■ What to do ■
Scan the entries for lines with the word "join", then copy those lines.

#### Dataset

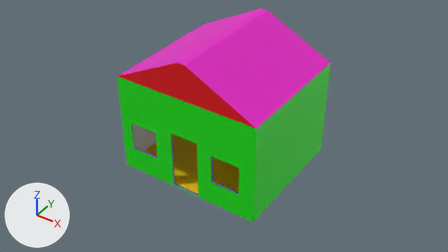
One commit to the Blender file SDL2_stuff/3DGraphics/.work/3d models/building1.blend: the scene before it, then after it.
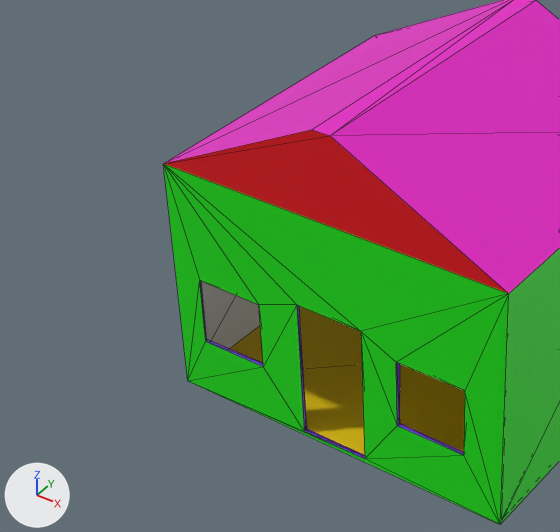
There are two pictures of each version: one from the file's camera 'Camera', one close up on the part from 11% to 62% of the width and 4% to 89% of the height. The lights are fixed; the arrows at lower left show +X, +Y and +Z. The older version's two pictures come first. The close-ups show mesh edges as thin lines.
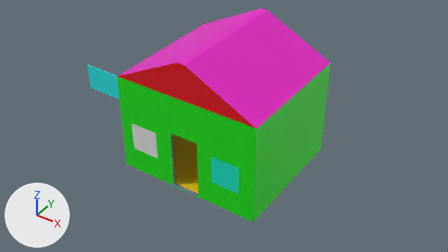
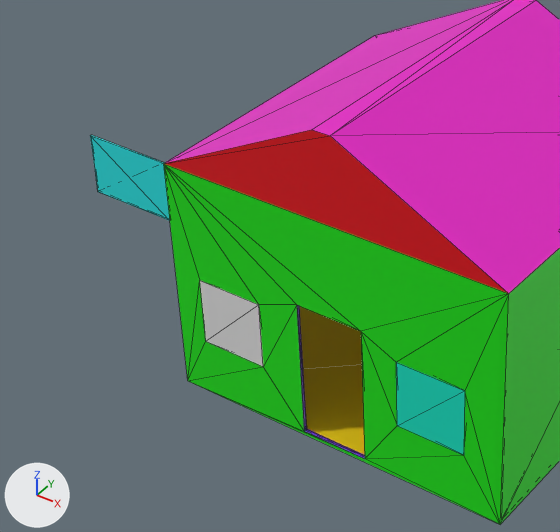
Pixel boxes (x1, y1, x2, y2) of what changed, in the close-ups (560 x 532 px):
'Cube', reshaped
    before: (164, 0, 560, 524)
    after: (90, 0, 560, 524)
part 1 of me_cube_001, built on
    before: (164, 167, 200, 379)
    after: (90, 135, 465, 455)

The edits, one by one:
Material 'SBX_39T' (mat_sbx_39t) is new.
Its base color is (0.0, 0.8, 0.576) (cyan #00e7c8).
Material 'SBX_39ET' (mat_sbx_39et) is new.
Its base color is (0.0155, 0.8, 0.8) (cyan #21e7e7).
Material 'SBX_39T30' (mat_sbx_39t30) is new.
Its base color is (0.8, 0.8, 0.8) (white #e7e7e7).
me_cube_001 is used by ob_cube; location (0.0, 0.0, 0.0).
me_cube_001 had 48 vertices, 100 faces and spanned x -1.0..1.01, y -0.9..0.88, z 0.0..1.84.
me_cube_001 now has 55 vertices, 119 faces and spans x -1.5..1.01, y -0.9..0.88, z 0.0..1.84.
Part 1, on me_cube_001:
2 faces are deleted.
7 vertices are added at x -1.5..-1.0, y -0.9..-0.89, z 1.03..1.36.
3 new faces join them, mat_sbx_35 (green #13e70a).
4 new faces join them, mat_sbx_39t30 (white #e7e7e7).
4 new faces join them, mat_sbx_39t (cyan #00e7c8).
10 new faces join them, mat_sbx_39et (cyan #21e7e7).
me_cube_001 gains material mat_sbx_39t (cyan #00e7c8).
me_cube_001 gains material mat_sbx_39t30 (white #e7e7e7).
me_cube_001 gains material mat_sbx_39et (cyan #21e7e7).

########

■ Output for this task ■
3 new faces join them, mat_sbx_35 (green #13e70a).
4 new faces join them, mat_sbx_39t30 (white #e7e7e7).
4 new faces join them, mat_sbx_39t (cyan #00e7c8).
10 new faces join them, mat_sbx_39et (cyan #21e7e7).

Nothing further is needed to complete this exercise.